Cultures have always practiced fermentation; it’s about taking an abundance and making it last — increasing its value and purpose, said Donna Neuwirth, co-founder of the Wormfarm Institute, which hosts the festival.

“The thing that excites us isn’t just the nuts and bolts of fermenting, but the metaphors of taking the abundance from the season whether it’s grain to beer or milk to cheese or cabbage to kimchi,” she said. “By applying ancient practices and almost magic it turns into another thing.”

Neuwirth said the Reedsburg festival, which attracted 22,000 people last year, is one of only two fermentation festivals in the country along with a one-day festival in Portland, Oregon.

Since fermentation has seemingly always been around, it’s hard for its supporters to justify it being coined “a fad.” As time goes on and people learn more about it, the popularity is growing, Tortolano said.

And that interest growth might not taper off anytime soon.

It’s simply old culture coming back after society tried shaking off the old ways in support of new “more Americanized” ways of living, said Tortolano, whose business produces a fermented tea drink called kombucha.

“People were trying to live a more modern lifestyle,” she said. “Processed foods were a new thing and a way to adapt to American modern culture. They were letting go of the older, traditional things and now, I think, we are coming back around to them because we are realizing how good they are for us and how good they are for our diets.”

Growing art

Fermentation Fest, in its seventh year, isn’t a celebration just for foodies. Its focus is on culture in all of its forms.

Wormfarm is primarily an arts organization dedicated to exploring the links between urban and rural communities while integrating culture and agriculture through arts residency programs.

Neuwirth said they bring artists to the farm to help with the crops thus providing a mutual feeding in which the artists “feed the garden which feeds the artists and then feeds their artwork.”

The festival runs Friday through Oct. 8 and Oct. 13-15.

In the past, the festival included the Farm/Art DTour which involved a 50-mile/42-stop tour of the area.

Visitors could see various farms, partake in food and experience a multitude of art installations. However, the program is large and more difficult to manage so it will now be biennial and reappear next year.
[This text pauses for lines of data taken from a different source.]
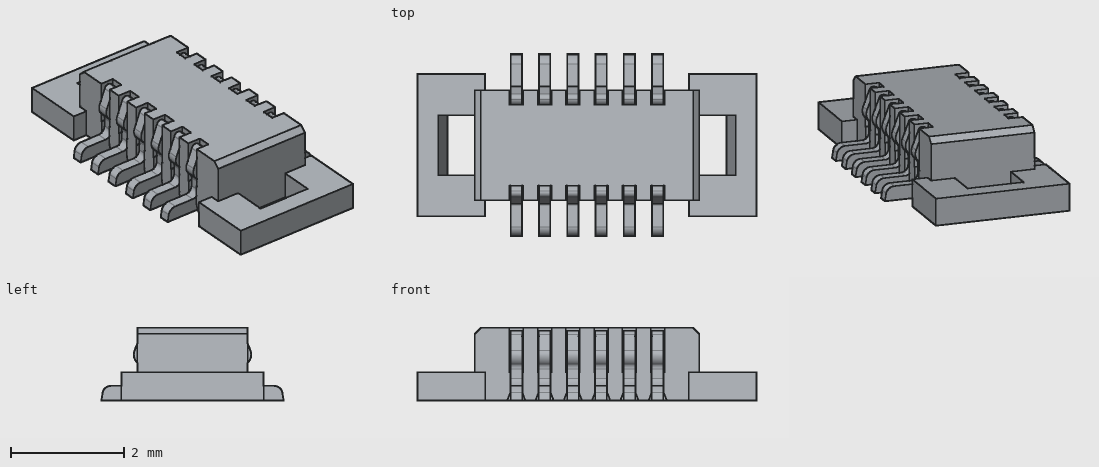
import cadquery as cq

body_length = 3.97
body_width = 1.95
body_height = 1.29
end_chamfer = 0.11

overall_length = 6.0
flange_length = 1.2
flange_width = 2.52
flange_height = 0.505

window_width = 1.055
window_rim_top = 0.365
window_taper = 0.17

contacts_per_side = 6
contact_span = 2.5
contact_width = 0.205
pocket_depth = 0.26
pocket_upper_width = 0.245
pocket_lower_width = 0.22
pocket_mouth_width = 0.325
pocket_mouth_height = 0.13

overall_width = 3.23
foot_tip_draft = 0.025
foot_tip_height = 0.15
foot_round = 0.15
foot_height = 0.265
stem_face = 0.92
stem_fillet = 0.13
bulge_bottom = 0.565
bulge_root = (0.96, 0.655)
bulge_top = (1.025, 0.89)
crown_outer = (0.91, 1.175)
crown_top = (0.87, 1.23)
crown_inner = (0.81, 1.235)
crown_tail_round = (0.755, 1.205)
crown_tail_height = 1.14

body_end = body_length / 2
body_side = body_width / 2
overall_end = overall_length / 2
pocket_wall = body_side - pocket_depth
embed = 0.03
contact_pitch = contact_span / (contacts_per_side - 1)
contact_positions = [i * contact_pitch - contact_span / 2 for i in range(contacts_per_side)]


def make_block(length, width, height, x_start=None):
    """Block standing on Z = 0, centred on Y; centred on X unless x_start is given."""
    x_min = -length / 2 if x_start is None else x_start
    return cq.Workplane("XY").box(length, width, height, centered=False).translate((x_min, -width / 2, 0))


def make_body():
    block = make_block(body_length, body_width, body_height)
    return block.faces(">Z").edges("|Y").chamfer(end_chamfer)


def make_flange():
    """Flange at the +X end, with its window still unpierced."""
    return make_block(flange_length, flange_width, flange_height, overall_end - flange_length)


def make_window():
    """Window at the +X end; its outer wall leans outwards towards the top."""
    outer_top = overall_end - window_rim_top
    outline = [
        (body_end, 0),
        (outer_top - window_taper, 0),
        (outer_top, flange_height),
        (body_end, flange_height),
    ]
    return cq.Workplane("XZ").polyline(outline).close().extrude(window_width / 2, both=True)


def make_pocket():
    """Stepped pocket in the +Y side, flared at the bottom mouth."""
    upper = pocket_upper_width / 2
    lower = pocket_lower_width / 2
    mouth = pocket_mouth_width / 2
    right_half = [
        (mouth, 0),
        (lower, pocket_mouth_height),
        (lower, flange_height),
        (upper, flange_height),
        (upper, body_height),
    ]
    left_half = [(-x, z) for x, z in reversed(right_half)]
    outline = cq.Workplane("XZ").polyline(right_half + left_half).close()
    return outline.extrude(-pocket_depth).translate((0, pocket_wall, 0))


def make_contact():
    """Contact on the +Y side: foot, stem, bulge and rounded crown, backed by the pocket wall."""
    foot_end = overall_width / 2
    tip_top = foot_end - foot_tip_draft
    back = pocket_wall - embed
    profile = (
        cq.Workplane("YZ")
        .moveTo(back, 0)
        .lineTo(back, crown_tail_height)
        .lineTo(pocket_wall, crown_tail_height)
        .threePointArc(crown_tail_round, crown_inner)
        .threePointArc(crown_top, crown_outer)
        .lineTo(*bulge_top)
        .tangentArcPoint(bulge_root, relative=False)
        .tangentArcPoint((stem_face, bulge_bottom), relative=False)
        .lineTo(stem_face, foot_height + stem_fillet)
        .tangentArcPoint((stem_face + stem_fillet, foot_height), relative=False)
        .lineTo(tip_top - foot_round, foot_height)
        .tangentArcPoint((tip_top, foot_tip_height), relative=False)
        .lineTo(foot_end, 0)
        .close()
    )
    return profile.extrude(contact_width / 2, both=True)


def on_both_sides(feature):
    """Repeat a +Y side feature at every contact position along both sides."""
    copies = []
    for x in contact_positions:
        placed = feature.translate((x, 0, 0))
        copies += [placed, placed.mirror("XZ")]
    return copies


result = make_body()

flange = make_flange()
window = make_window()
result = result.union(flange).union(flange.mirror("YZ"))
result = result.cut(window).cut(window.mirror("YZ"))

for pocket in on_both_sides(make_pocket()):
    result = result.cut(pocket)

for contact in on_both_sides(make_contact()):
    result = result.union(contact)

Although the DTour is taking a break this year, visitors will still have a chance to experience what Fermentation Fest has come to stand for.

“It’s a broad live culture convergence,” Neuwirth said. “It’s live culture in all its forms from dance to yogurt and from poetry to sauerkraut.”

The festival marketplace, City Park Food Chain, 222 N Park St., Reedsburg, will feature food, beer, art and some small-scale workshops that are free and don’t require registration.

Jay Salinas, co-founder and director of special projects for Wormfarm, said Food Chain is akin to a condensed version of DTour.

Anyone expecting “good food and culture and things happening” can find it at City Park, he added.

Unexpected fermentation

For the foodies who prefer beer to kombucha or regular cabbage to kimchi, there is also a lot to be learned about some foods that might not immediately come to mind when thinking about fermentation.

Like chocolate.

In the first years that Lisa Nelson, founder of Roots Chocolates LLC out of Wisconsin Dells, attended Fermentation Fest, people weren’t sure why she was there.

That was when she would pull out a demonstration cacao pod and explain to attendees how the cacao beans she purchases are fermented.

“A lot of people don’t know that chocolate is a fermented food,” she said.

As is common with Fermentation Fest vendors, Nelson takes joy in educating people about the thing she loves. The fest gives vendors a chance to further appreciate their crafts and see them as an art form.

Chocolate is a living piece of art like any other fermented food, according to Nelson. Artisan chocolatiers develop a personal technique, but the love that goes into their work makes their end product all the more flavorful.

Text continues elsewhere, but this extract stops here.